The Plague Court Murders
- First US edition dustjacket
- Author: John Dickson Carr writing as Carter Dickson
- Language: English
- Series: Henry Merrivale
- Genre: Mystery
- Publisher: Morrow (US, 1934) Heinemann (UK, 1935)
- Publication date: 1934
- Publication place: United Kingdom
- Media type: Print (Hardback & Paperback)
- Pages: 312 (first US hardback ed)
- Followed by: The White Priory Murders

= The Plague Court Murders =

1934 novel by John Dickson Carr

The Plague Court Murders is a mystery novel by the American writer John Dickson Carr, who wrote it under the name of Carter Dickson. The first Sir Henry Merrivale mystery, it is a locked room mystery of the subtype known as an "impossible crime".

==Plot summary==
Ken Blake is approached by an old friend, Dean Halliday, who tells the story of his family estate, Plague Court. Halliday explains that the house is haunted by the ghost of the original owner, Louis Playge, a hangman by profession. Halliday invites Blake and Chief-Inspector Humphrey Masters to Plague Court to take part in a seance, run by psychic Roger Darworth and his medium Joseph.

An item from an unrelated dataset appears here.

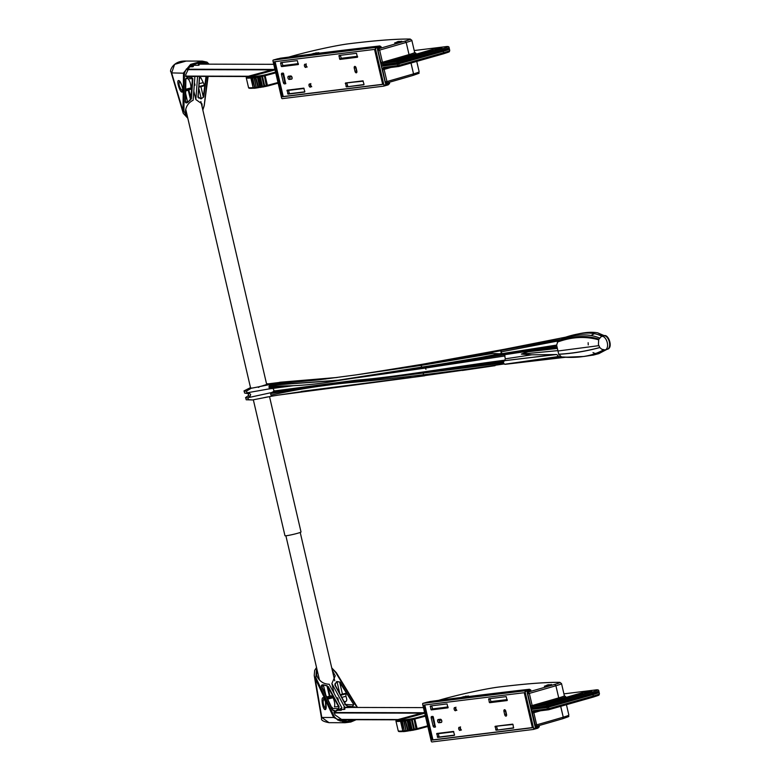 <?xml version="1.0" encoding="UTF-8"?>
<svg xmlns="http://www.w3.org/2000/svg" width="781" height="781" viewBox="0 0 781 781"><rect width="100%" height="100%" fill="white"/><g stroke="black" fill="none" stroke-linecap="round" stroke-linejoin="round"><path stroke-width="1.17" d="M398.046 64.042L382.329 65.711L398.779 63.544L443.178 50.941A14.712 1.054 -13.1 0 0 449.319 48.607L449.075 47.543A14.712 1.054 166.9 0 1 442.934 49.867L443.178 50.941M291.869 76.87L289.38 77.182L291.869 76.87M415.209 53.128A463.162 33.114 166.9 0 1 415.697 53.137L414.652 52.444A13.609 0.976 -13.1 0 1 409.019 54.582L409.918 55.568A463.162 33.114 166.9 0 1 383.325 63.241L397.666 61.474L442.066 48.871A13.609 0.976 -13.1 0 0 445.375 46.714L414.213 50.55M288.785 57.091L291.362 56.349C309.344 51.195 337.099 45.132 349.449 43.687C376.11 40.407 396.367 38.865 410.21 39.05L411.831 40.29A13.609 0.976 166.9 0 1 406.198 42.428L409.019 54.582A462.059 33.036 -13.1 0 1 382.465 62.246L383.325 63.241A1.103 0.918 -97 0 0 382.69 64.569L380.962 62.578L377.848 50.091M410.21 39.05L409.849 39.089A460.585 32.929 -13.1 0 0 349.292 43.716A42.672 3.056 -13.1 0 0 291.43 56.33A42.672 3.056 -13.1 0 0 288.824 57.081M378.482 48.764L379.634 50.091A462.059 33.036 166.9 0 0 406.198 42.428L404.997 41.12A12.145 0.869 -13.1 0 0 409.849 39.089M283.63 65.702L298.313 63.573M303.955 88.243L289.048 90.332L304.102 88.478M284.626 78.08L283.903 78.217M385.336 82.259L382.631 69.724L383.354 67.43L397.695 65.663L397.363 64.227L381.714 66.16M363.145 80.951L346.754 82.971M397.363 64.227L443.266 51.292A14.712 1.054 -13.1 0 0 449.407 48.969A14.712 1.054 -13.1 0 0 449.143 48.842M411.021 63.027L413.539 73.873L413.051 75.406C423.312 71.784 417.044 74.136 419.143 71.745A13.609 0.976 -13.1 0 1 413.539 73.873L410.962 63.036M398.593 66.512L384.486 68.25L384.125 69.392L386.956 81.546L386.468 83.079A1.103 0.918 -97 0 1 386.351 83.098L386.351 83.098A1.103 0.918 -97 0 1 385.58 82.766M386.605 83.04A460.585 32.929 166.9 0 0 412.983 75.425L413.481 73.892A462.059 33.036 -13.1 0 1 386.956 81.546L385.453 81.868M314.108 53.83L315.924 52.854M398.974 41.393L397.334 41.774L399.335 41.618L397.187 42.486M304.444 65.946A1.66 0.918 74.1 0 1 304.922 64.237A1.66 0.918 74.1 0 1 306.289 65.721A1.66 0.918 74.1 0 1 305.82 67.42A1.66 0.918 74.1 0 1 304.444 65.946M309.032 85.646A1.66 0.918 74.1 0 1 309.501 83.938A1.66 0.918 74.1 0 1 310.877 85.422A1.66 0.918 74.1 0 1 310.408 87.13A1.66 0.918 74.1 0 1 309.032 85.646M291.518 79.164A1.66 0.918 -105.9 0 0 291.596 79.154A1.66 0.918 -105.9 0 0 292.065 77.446A1.66 0.918 -105.9 0 0 290.766 75.952L288.511 76.226A1.66 0.918 -105.9 0 0 288.433 76.245A1.66 0.918 -105.9 0 0 287.984 78.022A1.66 0.918 -105.9 0 0 289.263 79.447L291.664 79.125M346.383 86.925L345.475 82.991L362.921 80.843L364.005 84.241L363.839 84.778L346.383 86.925L364.024 84.514M285.651 83.752L284.499 83.889A1.474 0.82 74.1 0 1 283.347 82.561L281.521 74.703A1.474 0.82 74.1 0 1 281.941 73.18A1.474 0.82 74.1 0 1 282.009 73.17L283.562 73.492L285.7 83.733M275.117 61.66L283.239 96.551L382.67 84.289M356.517 53.323L339.071 55.471L339.579 58.936L339.979 59.405L357.434 57.257L356.517 53.323M297.327 60.615L298.274 64.55L281.619 66.6L281.219 66.131L280.701 62.665L297.327 60.615M288.023 94.12L304.649 92.07L304.824 91.533L303.731 88.136L287.105 90.186L288.023 94.12L289.487 93.7L288.384 90.03M355.004 71.344L354.252 68.123A1.66 0.918 74.1 0 1 354.72 66.414A1.66 0.918 74.1 0 1 356.097 67.898L356.839 71.11A1.66 0.918 74.1 0 1 356.37 72.818A1.66 0.918 74.1 0 1 355.004 71.344L356.468 70.925A1.66 0.918 -105.9 0 0 356.907 71.911M304.834 91.807L289.487 93.7M281.98 62.509L283.083 66.18L283.269 65.536L298.342 63.681M283.083 73.033A1.474 0.82 -105.9 0 0 282.995 74.283L284.821 82.142A1.474 0.82 -105.9 0 0 285.836 83.469M357.62 56.993L341.453 58.985L340.35 55.314M346.754 82.835L347.857 86.506M355.658 66.912A1.66 0.918 -105.9 0 0 355.726 67.703L356.468 70.925M283.415 66.141L298.43 64.286M282.351 96.795L382.7 84.426L374.548 49.408L274.199 61.777L282.351 96.795L283.239 96.551M387.698 82.727L388.255 83.401L386.575 83.879A1.25 1.035 -97 0 1 385.287 82.942L377.535 49.633A1.25 1.035 -97 0 1 378.258 48.139L381.167 47.192L381.04 46.655L375.368 48.383A0.918 0.508 -105.9 0 0 374.646 47.553L379.625 45.972A2206.364 157.752 -13.1 0 0 280.418 58.194L273.272 60.049A0.918 0.508 -105.9 0 0 272.969 61.006L281.541 97.82A0.918 0.508 -105.9 0 0 282.253 98.65L383.627 86.154A0.918 0.508 -105.9 0 0 383.93 85.197L389.602 83.469L389.485 82.932L388.372 83.938A0.918 0.508 74.1 0 1 388.069 84.895L383.715 86.125M375.368 48.383L383.93 85.197M277.714 58.79A0.918 0.508 -105.9 0 0 277.675 58.8L273.233 60.059L374.646 47.553M357.522 56.378L341.844 58.311L341.99 58.926M363.282 81.185L347.525 82.737M291.938 78.881L290.727 79.027A1.66 0.918 74.1 0 1 289.566 77.954A1.66 0.918 74.1 0 1 289.566 76.099M247.216 76.558L274.844 69.06L246.835 76.684A37.595 2.685 -13.1 0 0 251.667 77.075L250.906 78.178L253.151 87.814L254.098 88.331L253.425 87.784L254.098 88.331L253.425 87.784L254.626 87.531M275.732 72.877L264.046 75.982A38.337 2.743 166.9 0 1 262.065 76.343L256.217 77.446L256.432 76.528L255.446 76.675L254.069 77.768L254.713 76.782L253.796 76.899L252.409 77.993L253.132 76.987L251.521 77.26L253.151 87.823L254.87 88.175L254.098 88.331M264.818 86.584L262.933 87.023L262.504 86.427L260.258 76.772L260.356 75.942L262.318 75.493A37.595 2.685 -13.1 0 0 264.261 75.142L275.556 72.106M262.504 86.427L259.858 76.841L260.356 75.942L258.326 76.284L260.424 86.779L264.31 85.998A38.337 2.743 -13.1 0 0 266.292 85.637L277.977 82.522M262.543 87.003L260.044 86.837L257.798 77.192L258.277 76.235L256.422 76.587L255.865 77.495L258.111 87.15L260.424 86.779L260.903 87.365L260.424 86.779M258.462 87.091L255.865 77.495L256.422 76.587L255.865 77.495L258.111 87.15L259.8 87.482L257.222 76.401M262.933 87.023L262.104 86.496L262.933 87.023M262.631 87.003L260.161 87.111A0.732 0.732 -43.5 0 1 259.975 86.769L257.73 77.124A0.732 0.732 -43.5 0 1 258.277 76.235M253.132 76.987A0.732 0.722 -126 0 0 252.859 77.104L252.409 77.993L254.655 87.638L255.582 88.155L254.957 87.599L255.582 88.155L254.957 87.599L256.285 87.306M258.54 87.648L256.637 87.365L258.091 87.052M257.222 87.931L256.314 87.413L254.391 77.719L255.553 77.456L258.013 87.755L256.314 87.413L254.069 77.758L256.314 87.413M547.754 707.342L532.027 709.021L548.477 706.844L592.886 694.241A14.712 1.054 -13.1 0 0 599.027 691.917L598.773 690.843A14.712 1.054 166.9 0 1 592.633 693.167L592.886 694.241M441.568 720.18L439.078 720.482L441.568 720.18M564.917 696.427A463.162 33.114 166.9 0 1 565.395 696.437L564.36 695.744A13.609 0.976 -13.1 0 1 558.727 697.882L559.626 698.868A463.162 33.114 166.9 0 1 533.023 706.551L547.364 704.784L591.764 692.171A13.609 0.976 -13.1 0 0 595.073 690.013L563.911 693.86L595.19 689.994A1.103 0.918 -97 0 1 595.307 689.984M438.483 700.391L441.06 699.649C459.043 694.494 486.807 688.442 499.147 686.987C525.808 683.717 546.065 682.164 559.909 682.35L561.529 683.6A13.609 0.976 166.9 0 1 555.896 685.738L558.727 697.882A462.059 33.036 -13.1 0 1 532.164 705.546L533.023 706.551A1.103 0.918 -97 0 0 532.398 707.869L530.67 705.878L527.546 693.391M559.909 682.35L559.547 682.399A460.585 32.929 -13.1 0 0 499 687.026A42.672 3.056 -13.1 0 0 441.128 699.639A42.672 3.056 -13.1 0 0 438.522 700.391M528.181 692.073L529.342 693.401A462.059 33.036 166.9 0 0 555.896 685.738L554.695 684.42A12.145 0.869 -13.1 0 0 559.547 682.399M433.328 709.002L448.011 706.873M453.654 731.543L438.746 733.642L453.8 731.787M434.334 721.429L433.611 721.517M535.034 725.559L532.33 713.024L533.062 710.73L547.393 708.963L547.061 707.527L531.412 709.412M512.844 724.251L496.452 726.271M547.061 707.527L592.964 694.602A14.712 1.054 -13.1 0 0 599.105 692.269A14.712 1.054 -13.1 0 0 598.842 692.142M560.719 706.327L563.247 717.173L562.759 718.715C573.01 715.084 566.742 717.436 568.851 715.045A13.609 0.976 -13.1 0 1 563.247 717.173L560.66 706.346M548.291 709.812L534.194 711.55L533.833 712.702L536.654 724.846L536.166 726.379A1.103 0.918 -97 0 1 536.049 726.408L536.049 726.408A1.103 0.918 -97 0 1 535.288 726.066M535.502 726.467L536.166 726.379M536.303 726.34A460.585 32.929 166.9 0 0 562.681 718.725L563.179 717.192A462.059 33.036 -13.1 0 1 536.654 724.846L535.161 725.178M463.816 697.13L465.622 696.154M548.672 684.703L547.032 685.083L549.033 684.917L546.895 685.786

However, Darworth is a fake, being monitored by the police. The night of the seance, Darworth locks himself in a small stone house, behind Plague Court, while the seance proceeds. When Masters and Blake go to get him, he has been stabbed to death, with the dagger of Louis Playge.

But all the doors and windows are bolted and locked, and thirty feet of mud surrounds the house, unbroken—and all the suspects have been holding hands in the seance.

The only one who can solve the crime is locked room expert Sir Henry Merrivale.

==Literary significance and criticism==

"One of this author's celebrated locked-and-barred-room mysteries ... The telling ... is reasonably straightforward, but the plot being told is a clutter about a phony psychic investigator and his boy "medium" ... Lots of talk, some but not much detection by Sir Henry Merrivale. The great stunt at the end is unforgivably preposterous (in the literal sense)."

Chief-Inspector Masters so dominated the first 180 pages of the book, that the first US paperback edition's cover (Avon #7, 1941) said "A Chief Inspector Masters novel".